Some day a psychologist will explain why the artistic temperament is inimical to happiness. Madame de Charrière had health, beauty, charm, wealth, a complaisant husband, an ardent lover, an indulgent conscience and withal ability which was loudly applauded and remotely echoed, but she was not happy. Perhaps she would not have gone all the way with Anatole France who said that he had never had a happy day in his life, but she would know just what he meant to convey.

Beauty, fame, love and riches are seldom synonymous with happiness. The case of Zélide is only one instance of the truth of this statement; she has sisters in all races, in all times, and Yang Kuei-Fei, whom Mrs. Shu-Chiung introduces to Western civilisation under the name of The Most Famous Beauty of China, is another of those whom the gods loved and tortured.

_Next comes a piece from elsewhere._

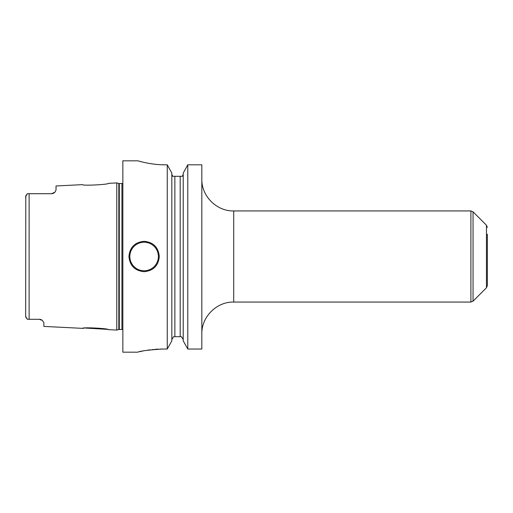 <?xml version="1.0" encoding="UTF-8"?>
<svg xmlns="http://www.w3.org/2000/svg" width="513" height="513" viewBox="0 0 513 513"><rect width="100%" height="100%" fill="white"/><g stroke="black" fill="none" stroke-linecap="round" stroke-linejoin="round"><path stroke-width="0.77" d="M108.423 183.346C109.352 184.533 81.74 185.956 82.606 184.642C81.708 185.956 109.365 184.533 108.423 183.346L116.778 182.929L116.778 330.071L108.423 329.654C109.346 328.461 81.689 327.05 82.606 328.358L84.055 328.185M39.764 319.304L27.401 319.278L26.644 318.509M40.707 319.503L40.681 319.49A4.559 4.559 0 0 0 39.321 319.285L42.316 320.413L43.874 322.664L43.874 326.415L82.606 328.358M42.316 320.413A4.559 4.559 0 0 0 41.957 320.125A4.559 4.559 0 0 1 42.316 320.413A4.559 4.559 0 0 0 41.957 320.125L41.559 319.875A4.559 4.559 0 0 0 41.136 319.663L40.777 319.528M40.604 319.471L40.219 319.375M108.256 329.615L107.903 329.532M106.928 329.327L85.363 328.051M25.669 316.643L25.791 195.876M25.65 315.258L25.65 316.399L27.401 319.278M27.689 319.285L29.113 319.285L29.113 193.715L27.401 193.722L25.65 196.601L25.65 197.742M27.401 193.722L27.009 194.094M25.99 317.566L25.804 317.149M26.003 195.408L26.278 194.959M39.777 319.31A4.559 4.559 0 0 1 40.687 319.496A4.559 4.559 0 0 0 39.321 319.285M41.136 319.663A4.559 4.559 0 0 1 41.559 319.875A4.559 4.559 0 0 0 41.136 319.663M54.782 192.285A4.559 4.559 0 0 1 54.538 192.529A4.559 4.559 0 0 0 55.115 191.888L56.026 189.99L55.115 191.888A4.559 4.559 0 0 1 54.538 192.529A4.559 4.559 0 0 0 54.782 192.285L51.467 193.715L27.689 193.715M51.98 193.69A4.559 4.559 0 0 0 52.486 193.6A4.559 4.559 0 0 1 51.98 193.69A4.559 4.559 0 0 0 52.486 193.6A4.559 4.559 0 0 1 51.98 193.69L52.506 193.593M53.044 193.433A4.559 4.559 0 0 1 53.006 193.446A4.559 4.559 0 0 0 53.044 193.433A4.559 4.559 0 0 1 53.006 193.446A4.559 4.559 0 0 0 53.044 193.433L53.384 193.292M53.519 193.228A4.559 4.559 0 0 0 53.544 193.215A4.559 4.559 0 0 1 53.519 193.228A4.559 4.559 0 0 0 53.544 193.215A4.559 4.559 0 0 1 53.519 193.228L53.987 192.952A4.559 4.559 0 0 0 54.404 192.638L54.5 192.561M82.606 184.642L56.026 185.975L56.026 189.99M29.113 193.715L51.467 193.715L29.113 193.715M54.404 192.638A4.559 4.559 0 0 1 53.987 192.959A4.559 4.559 0 0 0 54.404 192.638A4.559 4.559 0 0 1 53.987 192.959M141.652 161.826L137.888 160.819L122.851 160.819L122.851 352.181L137.888 352.181M161.762 164.756L165.276 164.82C150.816 164.942 137.388 160.659 137.888 160.819C137.381 160.659 150.822 164.942 165.276 164.82L167.264 164.82L167.264 349.032L162.236 349.032C147.654 350.058 139.536 351.11 137.888 352.181C139.536 351.11 147.654 350.058 162.236 349.032L160.396 349.052M158.376 349.109L155.016 349.315M153.259 349.462L152.534 349.539M150.142 349.815L147.423 350.206M146.019 350.443L144.807 350.655M142.973 351.014L141.928 351.232M140.876 351.463L139.799 351.713M159.299 256.5C158.395 265.721 153.329 270.787 144.115 271.685C134.893 270.787 129.834 265.721 128.923 256.5C129.834 247.279 134.893 242.213 144.115 241.315C153.329 242.213 158.395 247.279 159.299 256.5M171.829 339.574L173.606 336.688L174.869 336.688L174.869 176.312L172.791 176.312L171.829 174.382M183.218 174.382L182.262 176.312L180.185 176.312L180.185 336.688L181.448 336.688L173.606 336.688M171.906 175.093L172.791 176.312M201.827 164.82L187.784 164.82L183.218 173.105L187.784 164.82L187.784 349.032L183.218 340.831L187.784 349.032L201.827 349.032L201.827 164.82L187.784 164.82M171.829 173.105L167.264 164.82L171.829 173.105L171.829 340.831L167.264 349.032L171.829 340.831M181.448 336.688L183.218 339.574L181.448 336.688M174.869 176.312L182.262 176.312L183.141 175.093M144.66 162.531L147.706 163.153M147.802 163.172L148.815 163.358M183.218 340.831L183.218 173.105M487.35 234.172L487.35 285.619L486.459 287.767L473.05 301.176L473.05 211.824L470.902 210.939L470.902 302.061L233.716 302.061C216.678 301.625 201.385 316.912 201.827 333.957M116.778 330.071L118.811 329.526L118.811 183.474L116.778 182.929M118.811 329.526L119.285 329.461L119.285 183.539L118.811 183.474M119.285 329.461L121.934 329.461L121.934 183.539L119.285 183.539M201.827 179.043C201.385 196.088 216.678 211.375 233.716 210.939L233.716 302.061M473.05 211.824L486.459 225.233L486.459 287.767M144.115 270.774A14.274 14.274 0 0 1 129.834 256.5A14.274 14.274 0 0 1 144.115 242.226A14.274 14.274 0 0 1 158.389 256.5A14.274 14.274 0 0 1 144.115 270.774M121.934 329.461L122.851 329.712M121.934 183.539L122.851 183.288M473.05 301.176L470.902 302.061M233.716 210.939L470.902 210.939M486.459 225.233L487.35 227.381"/></g></svg>

Then there is the form of biography that is not a portrait of the soul or of the body, nor is it exactly fictional biography. It stands midway between the psychographed and the idealised life. A conspicuous practitioner of this branch of art is Meade Minnigerode. He calls his latest book Lives and Times, Four Informal American Biographies.

Mr. Minnigerode has at his service a keen—almost too keen—fictional sense. He seems to have less regard for truth and facts than for incidentals that make a good picture and enhance a story; and in his painstaking and careful selection of material, he uses only whatever assists him in building characters and situations. He has searched not so much for that which reveals character as motives in higher relief. As a result, we know less accurately what the four characters really were, than what Mr. Minnigerode thought they were—almost what he thought it would be interesting for them to be.